In a recent post I shared the observation that many companies do not capture data to measure efficacy of intervention programs. The reality is that members of “at risk” populations will choose a number of paths. These include:
• Doing nothing
• Engaging in a clinically directed intervention
• Engaging in a group activity
• Making personally directed lifestyle changes
Since that post I have been asked to share my perspective on which intervention has the most impact. From my experience the answer is clearly the WFPBD (Whole Foods Plant Based Diet).
I have had the privilege and honor to collaborate with T. Colin Campbell Ph.D. for several years. Dr. Campbell has had a legendary career in nutrition, biochemistry and toxicology. He is well known for his scientific research and books written for the general public. These include The China Study, Whole and Low Carb Fraud. His work was featured in the very successful documentary “Forks Over Knives”. These efforts all focus on optimal nutrition provided by a plant based diet.
The most recent collaboration is my role as Clinical Consultant for a new documentary PlantPure Nation. The film covers PlantPure Jumpstart Programs where participants have pre and post blood testing wrapped around 10 days of prepared foods. I offered my opinion to Dr. Campbell saying that we should not expect to see demonstrable change in 10 days. He smiled at me and said “just wait and see”.

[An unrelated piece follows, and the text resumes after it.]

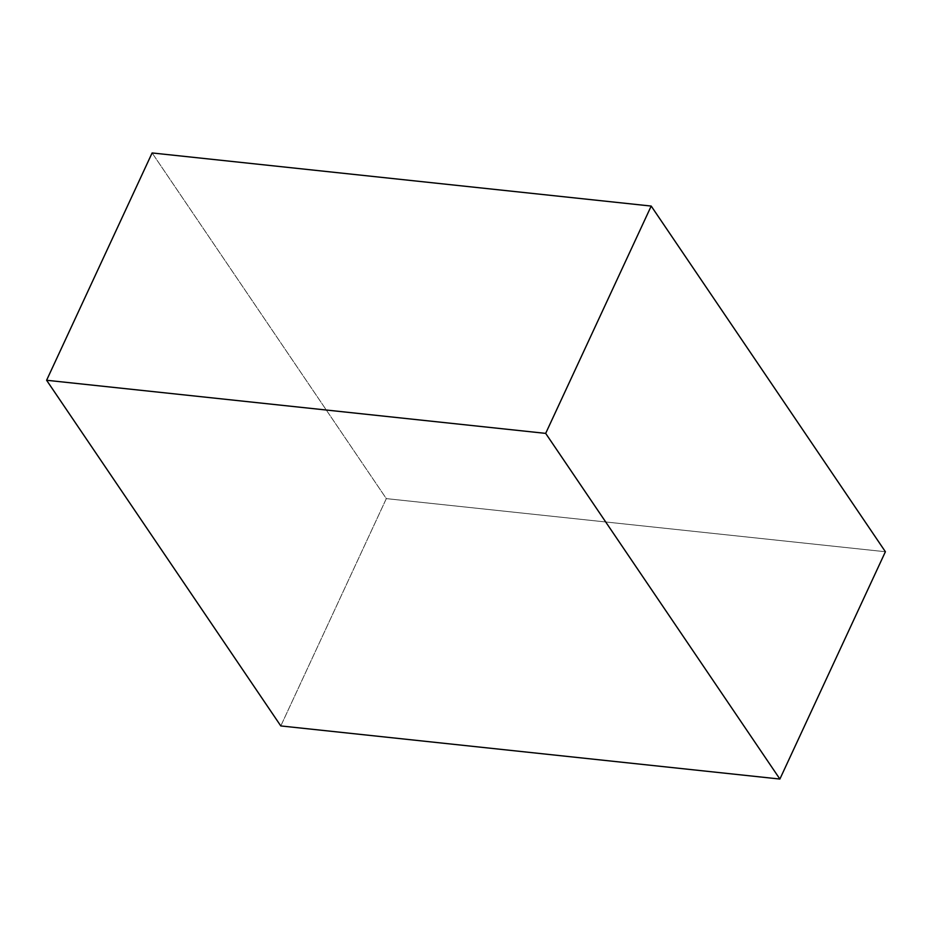 <?xml version="1.0" encoding="UTF-8"?>
<svg xmlns="http://www.w3.org/2000/svg" width="932" height="932" viewBox="0 0 932 932"><rect width="100%" height="100%" fill="white"/><g stroke="black" fill="none" stroke-linecap="round" stroke-linejoin="round"><path stroke-width="0.7" stroke-dasharray="4.66 3.5" d="M280.8 725.935L386.326 498.62L152.114 152.953L386.326 498.62L280.8 725.935M885.4 551.732L386.326 498.62L885.4 551.732"/><path stroke-width="1.4" d="M885.4 551.732L779.886 779.047L545.674 433.38L651.2 206.065L885.4 551.732L651.2 206.065L545.674 433.38L46.6 380.268L152.114 152.953L651.2 206.065L152.114 152.953L46.6 380.268L280.8 725.935L779.886 779.047L885.4 551.732M779.886 779.047L545.674 433.38L46.6 380.268L280.8 725.935L779.886 779.047"/></g></svg>

The results were nothing short of amazing. In fact they are the most remarkable outcome that I have seen in my career. To learn more about the program and to understand how food choices are affected by big business interests check out the movie trailer:
Whole Food Plant Based Diet does work and is a viable intervention. As an industry, the wellness community needs to embrace the scientific realities and promote individual decisions as well as worksite based wellness programs. To learn more I would direct readers to whose mission is to create vibrant (healthy), inclusive and sustainable communities, specifically through education, leadership training and networking. For those interested to learn more, the link will provide information about an upcoming conference, to be held over Mother’s Day, May 6-13 in the Dominican Republic, celebrating “Women and Sustainable Communities; Reaping the Benefits of a Whole Food Plant Based Diet”.
The pursuit of strategies to combat issues related to excess weight are time consuming and expensive. Adopting WFPBD is one alternative that warrants a review for individual and for those involved in population health management.